Dataset records
..............................
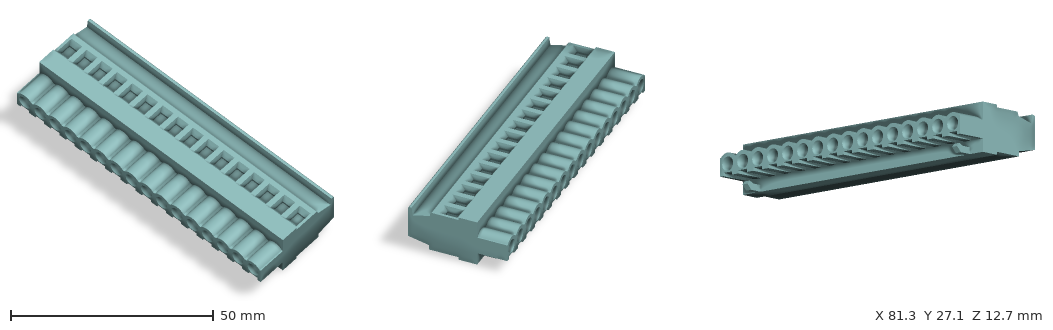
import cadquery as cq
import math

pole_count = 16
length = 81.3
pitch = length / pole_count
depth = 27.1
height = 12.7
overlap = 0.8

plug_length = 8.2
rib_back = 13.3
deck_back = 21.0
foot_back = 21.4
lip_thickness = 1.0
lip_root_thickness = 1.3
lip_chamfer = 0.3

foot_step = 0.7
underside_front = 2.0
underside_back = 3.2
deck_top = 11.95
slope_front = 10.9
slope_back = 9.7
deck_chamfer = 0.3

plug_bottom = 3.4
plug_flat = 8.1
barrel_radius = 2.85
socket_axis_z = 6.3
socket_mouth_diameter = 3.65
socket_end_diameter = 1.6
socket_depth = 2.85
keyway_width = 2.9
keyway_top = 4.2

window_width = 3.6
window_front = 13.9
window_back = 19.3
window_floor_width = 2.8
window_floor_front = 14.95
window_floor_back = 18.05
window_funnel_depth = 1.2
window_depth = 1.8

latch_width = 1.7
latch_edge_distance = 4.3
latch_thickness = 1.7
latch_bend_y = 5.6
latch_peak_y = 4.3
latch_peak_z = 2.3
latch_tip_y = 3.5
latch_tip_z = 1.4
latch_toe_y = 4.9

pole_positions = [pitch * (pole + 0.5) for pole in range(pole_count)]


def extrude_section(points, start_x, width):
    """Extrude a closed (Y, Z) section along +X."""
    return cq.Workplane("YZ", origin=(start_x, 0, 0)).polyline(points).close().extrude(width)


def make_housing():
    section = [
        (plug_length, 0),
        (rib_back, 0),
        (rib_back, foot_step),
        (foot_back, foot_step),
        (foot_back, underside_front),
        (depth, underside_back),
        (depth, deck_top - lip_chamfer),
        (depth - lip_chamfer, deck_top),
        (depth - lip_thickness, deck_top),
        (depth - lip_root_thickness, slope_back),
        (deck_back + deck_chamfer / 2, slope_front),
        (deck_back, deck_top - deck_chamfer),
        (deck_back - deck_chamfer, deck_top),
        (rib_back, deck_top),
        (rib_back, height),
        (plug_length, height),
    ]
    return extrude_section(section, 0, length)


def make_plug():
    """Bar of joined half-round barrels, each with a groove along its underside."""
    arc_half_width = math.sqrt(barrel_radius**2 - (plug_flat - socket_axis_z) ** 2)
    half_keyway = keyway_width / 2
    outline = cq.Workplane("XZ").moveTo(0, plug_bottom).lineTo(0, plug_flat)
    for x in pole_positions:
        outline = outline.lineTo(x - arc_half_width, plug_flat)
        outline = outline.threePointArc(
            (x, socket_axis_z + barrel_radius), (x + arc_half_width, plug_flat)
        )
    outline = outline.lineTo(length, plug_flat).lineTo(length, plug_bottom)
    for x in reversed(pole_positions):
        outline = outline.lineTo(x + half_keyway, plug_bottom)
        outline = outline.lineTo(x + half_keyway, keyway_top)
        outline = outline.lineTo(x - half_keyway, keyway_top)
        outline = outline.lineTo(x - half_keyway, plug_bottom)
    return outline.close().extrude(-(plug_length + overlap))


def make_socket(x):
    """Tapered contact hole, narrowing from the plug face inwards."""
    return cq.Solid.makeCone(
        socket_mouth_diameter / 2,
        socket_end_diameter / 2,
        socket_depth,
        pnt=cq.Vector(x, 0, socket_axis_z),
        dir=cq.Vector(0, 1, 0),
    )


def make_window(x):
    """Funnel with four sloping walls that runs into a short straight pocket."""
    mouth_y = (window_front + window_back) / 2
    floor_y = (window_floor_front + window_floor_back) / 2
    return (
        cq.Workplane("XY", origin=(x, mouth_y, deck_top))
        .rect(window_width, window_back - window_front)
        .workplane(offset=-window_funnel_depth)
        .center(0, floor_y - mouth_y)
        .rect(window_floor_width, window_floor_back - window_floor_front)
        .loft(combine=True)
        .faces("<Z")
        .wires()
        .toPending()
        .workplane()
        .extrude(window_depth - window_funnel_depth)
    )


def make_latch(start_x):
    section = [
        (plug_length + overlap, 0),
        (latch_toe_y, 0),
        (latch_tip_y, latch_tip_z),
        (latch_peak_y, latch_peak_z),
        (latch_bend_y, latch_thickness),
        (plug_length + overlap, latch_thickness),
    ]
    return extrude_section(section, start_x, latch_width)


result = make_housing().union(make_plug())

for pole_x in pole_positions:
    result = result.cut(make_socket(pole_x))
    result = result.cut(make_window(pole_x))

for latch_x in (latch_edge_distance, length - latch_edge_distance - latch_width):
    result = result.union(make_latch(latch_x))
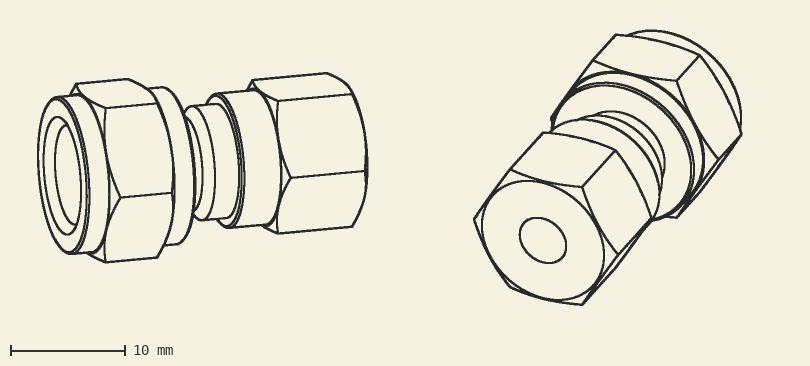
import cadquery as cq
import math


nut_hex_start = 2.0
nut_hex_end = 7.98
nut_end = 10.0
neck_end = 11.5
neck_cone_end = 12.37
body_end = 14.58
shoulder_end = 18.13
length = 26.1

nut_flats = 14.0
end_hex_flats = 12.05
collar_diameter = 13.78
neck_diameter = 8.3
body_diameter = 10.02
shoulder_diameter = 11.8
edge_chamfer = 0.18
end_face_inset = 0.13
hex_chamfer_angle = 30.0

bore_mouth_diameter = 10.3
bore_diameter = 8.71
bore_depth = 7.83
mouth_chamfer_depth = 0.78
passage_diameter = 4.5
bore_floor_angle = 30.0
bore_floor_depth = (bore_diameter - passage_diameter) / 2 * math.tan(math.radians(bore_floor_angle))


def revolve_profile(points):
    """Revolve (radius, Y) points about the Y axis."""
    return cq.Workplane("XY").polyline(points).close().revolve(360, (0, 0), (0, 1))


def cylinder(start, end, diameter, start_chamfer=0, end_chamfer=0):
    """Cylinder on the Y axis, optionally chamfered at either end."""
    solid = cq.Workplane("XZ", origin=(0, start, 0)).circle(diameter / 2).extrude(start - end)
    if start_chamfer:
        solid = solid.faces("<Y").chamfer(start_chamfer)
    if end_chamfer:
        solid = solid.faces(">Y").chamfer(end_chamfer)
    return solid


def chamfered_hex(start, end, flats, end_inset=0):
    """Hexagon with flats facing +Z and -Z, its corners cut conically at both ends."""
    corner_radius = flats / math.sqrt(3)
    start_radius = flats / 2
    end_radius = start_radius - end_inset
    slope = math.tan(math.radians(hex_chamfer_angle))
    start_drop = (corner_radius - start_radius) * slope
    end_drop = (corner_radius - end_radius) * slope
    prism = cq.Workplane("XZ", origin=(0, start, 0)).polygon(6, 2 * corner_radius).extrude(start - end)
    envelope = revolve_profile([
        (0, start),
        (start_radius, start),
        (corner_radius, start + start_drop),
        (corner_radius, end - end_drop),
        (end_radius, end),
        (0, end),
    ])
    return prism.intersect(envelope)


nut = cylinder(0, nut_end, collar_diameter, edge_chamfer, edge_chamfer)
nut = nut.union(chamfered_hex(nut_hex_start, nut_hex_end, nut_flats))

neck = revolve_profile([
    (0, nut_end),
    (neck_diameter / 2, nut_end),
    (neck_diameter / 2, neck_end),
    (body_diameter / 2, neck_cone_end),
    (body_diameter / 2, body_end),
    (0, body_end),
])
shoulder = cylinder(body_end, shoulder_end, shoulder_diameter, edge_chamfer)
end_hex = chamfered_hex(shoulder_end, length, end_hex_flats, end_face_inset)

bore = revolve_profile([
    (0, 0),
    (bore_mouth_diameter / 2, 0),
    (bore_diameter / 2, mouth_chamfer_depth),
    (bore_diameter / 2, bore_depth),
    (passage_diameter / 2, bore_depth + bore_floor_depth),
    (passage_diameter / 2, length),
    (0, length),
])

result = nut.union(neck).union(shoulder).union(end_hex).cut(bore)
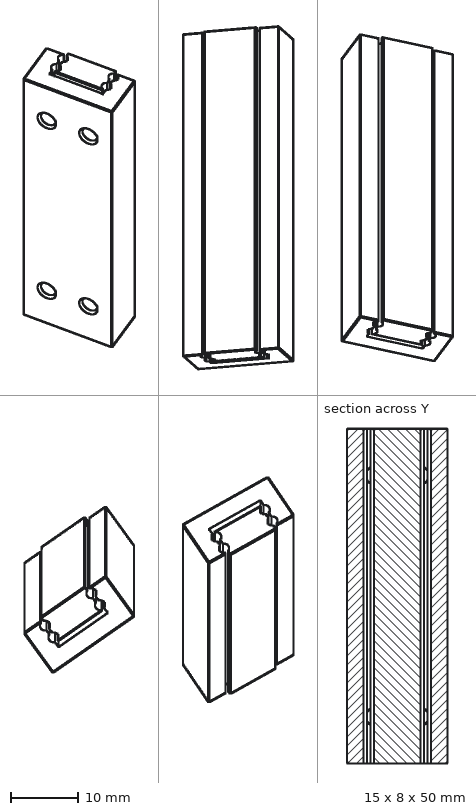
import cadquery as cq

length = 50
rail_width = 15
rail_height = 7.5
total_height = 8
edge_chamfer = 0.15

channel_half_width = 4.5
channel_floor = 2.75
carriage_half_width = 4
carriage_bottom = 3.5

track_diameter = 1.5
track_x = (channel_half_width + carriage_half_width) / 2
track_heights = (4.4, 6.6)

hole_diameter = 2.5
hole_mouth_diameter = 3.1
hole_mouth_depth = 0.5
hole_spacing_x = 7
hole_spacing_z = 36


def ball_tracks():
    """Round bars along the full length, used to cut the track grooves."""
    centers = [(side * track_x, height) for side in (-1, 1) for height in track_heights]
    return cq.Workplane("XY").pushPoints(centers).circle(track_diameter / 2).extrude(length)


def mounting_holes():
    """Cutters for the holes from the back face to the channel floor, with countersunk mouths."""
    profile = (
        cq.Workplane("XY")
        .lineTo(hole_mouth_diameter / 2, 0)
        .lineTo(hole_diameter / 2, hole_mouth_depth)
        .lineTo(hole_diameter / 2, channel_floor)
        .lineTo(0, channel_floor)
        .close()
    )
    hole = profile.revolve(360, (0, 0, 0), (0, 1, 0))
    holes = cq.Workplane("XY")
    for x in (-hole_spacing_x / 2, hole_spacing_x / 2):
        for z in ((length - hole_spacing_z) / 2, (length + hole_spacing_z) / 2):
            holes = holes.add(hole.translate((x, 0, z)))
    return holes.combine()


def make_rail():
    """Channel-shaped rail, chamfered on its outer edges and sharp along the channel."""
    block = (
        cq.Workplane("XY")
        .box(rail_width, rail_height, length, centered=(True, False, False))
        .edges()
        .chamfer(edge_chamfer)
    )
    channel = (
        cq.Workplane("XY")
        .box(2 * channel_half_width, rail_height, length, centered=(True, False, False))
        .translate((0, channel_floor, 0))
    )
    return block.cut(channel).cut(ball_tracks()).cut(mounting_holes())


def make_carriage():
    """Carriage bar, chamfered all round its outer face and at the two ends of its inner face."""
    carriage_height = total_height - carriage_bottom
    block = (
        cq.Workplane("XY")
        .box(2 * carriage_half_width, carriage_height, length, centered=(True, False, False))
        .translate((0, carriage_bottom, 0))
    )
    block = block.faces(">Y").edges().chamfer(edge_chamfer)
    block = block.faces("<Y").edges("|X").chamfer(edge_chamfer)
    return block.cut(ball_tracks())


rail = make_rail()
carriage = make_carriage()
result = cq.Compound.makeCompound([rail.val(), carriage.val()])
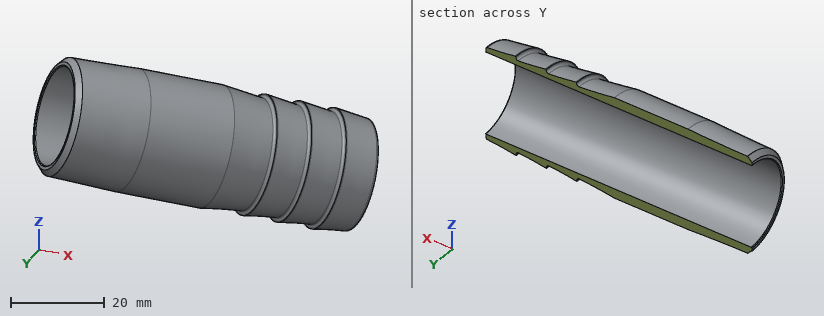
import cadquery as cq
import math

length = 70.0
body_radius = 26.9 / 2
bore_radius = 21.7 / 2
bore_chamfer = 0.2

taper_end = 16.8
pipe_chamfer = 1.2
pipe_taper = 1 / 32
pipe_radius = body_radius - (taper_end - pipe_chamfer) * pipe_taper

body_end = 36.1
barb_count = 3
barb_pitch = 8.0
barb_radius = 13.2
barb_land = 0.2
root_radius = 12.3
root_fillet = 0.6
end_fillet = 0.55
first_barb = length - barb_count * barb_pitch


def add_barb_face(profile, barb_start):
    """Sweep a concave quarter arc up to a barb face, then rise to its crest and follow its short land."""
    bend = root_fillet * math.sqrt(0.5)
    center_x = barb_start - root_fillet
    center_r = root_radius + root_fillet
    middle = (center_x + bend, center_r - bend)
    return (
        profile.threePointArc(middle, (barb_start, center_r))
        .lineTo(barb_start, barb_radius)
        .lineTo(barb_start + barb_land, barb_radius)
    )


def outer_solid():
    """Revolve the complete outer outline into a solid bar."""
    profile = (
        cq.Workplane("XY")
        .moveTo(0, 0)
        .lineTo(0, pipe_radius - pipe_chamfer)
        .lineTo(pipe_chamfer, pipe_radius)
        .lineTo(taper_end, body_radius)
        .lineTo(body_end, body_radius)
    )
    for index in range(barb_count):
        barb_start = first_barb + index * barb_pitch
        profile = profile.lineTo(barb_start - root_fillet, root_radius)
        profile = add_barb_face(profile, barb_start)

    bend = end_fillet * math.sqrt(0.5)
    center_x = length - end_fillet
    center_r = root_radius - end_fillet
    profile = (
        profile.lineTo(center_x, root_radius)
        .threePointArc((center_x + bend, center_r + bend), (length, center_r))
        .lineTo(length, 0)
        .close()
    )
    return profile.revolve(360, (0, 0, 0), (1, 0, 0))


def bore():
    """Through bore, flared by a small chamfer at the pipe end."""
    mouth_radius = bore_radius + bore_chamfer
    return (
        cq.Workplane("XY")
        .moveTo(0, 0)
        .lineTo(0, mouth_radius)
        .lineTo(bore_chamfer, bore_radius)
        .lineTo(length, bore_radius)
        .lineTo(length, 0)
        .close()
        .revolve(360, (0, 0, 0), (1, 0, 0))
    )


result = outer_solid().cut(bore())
..............................
What is expected –
For the word "math", find all matching lines in the entries above and copy them out.

The completed task –
import math
    arc_half_width = math.sqrt(barrel_radius**2 - (plug_flat - socket_axis_z) ** 2)
import math
bore_floor_depth = (bore_diameter - passage_diameter) / 2 * math.tan(math.radians(bore_floor_angle))
    corner_radius = flats / math.sqrt(3)
    slope = math.tan(math.radians(hex_chamfer_angle))
import math
    bend = root_fillet * math.sqrt(0.5)
    bend = end_fillet * math.sqrt(0.5)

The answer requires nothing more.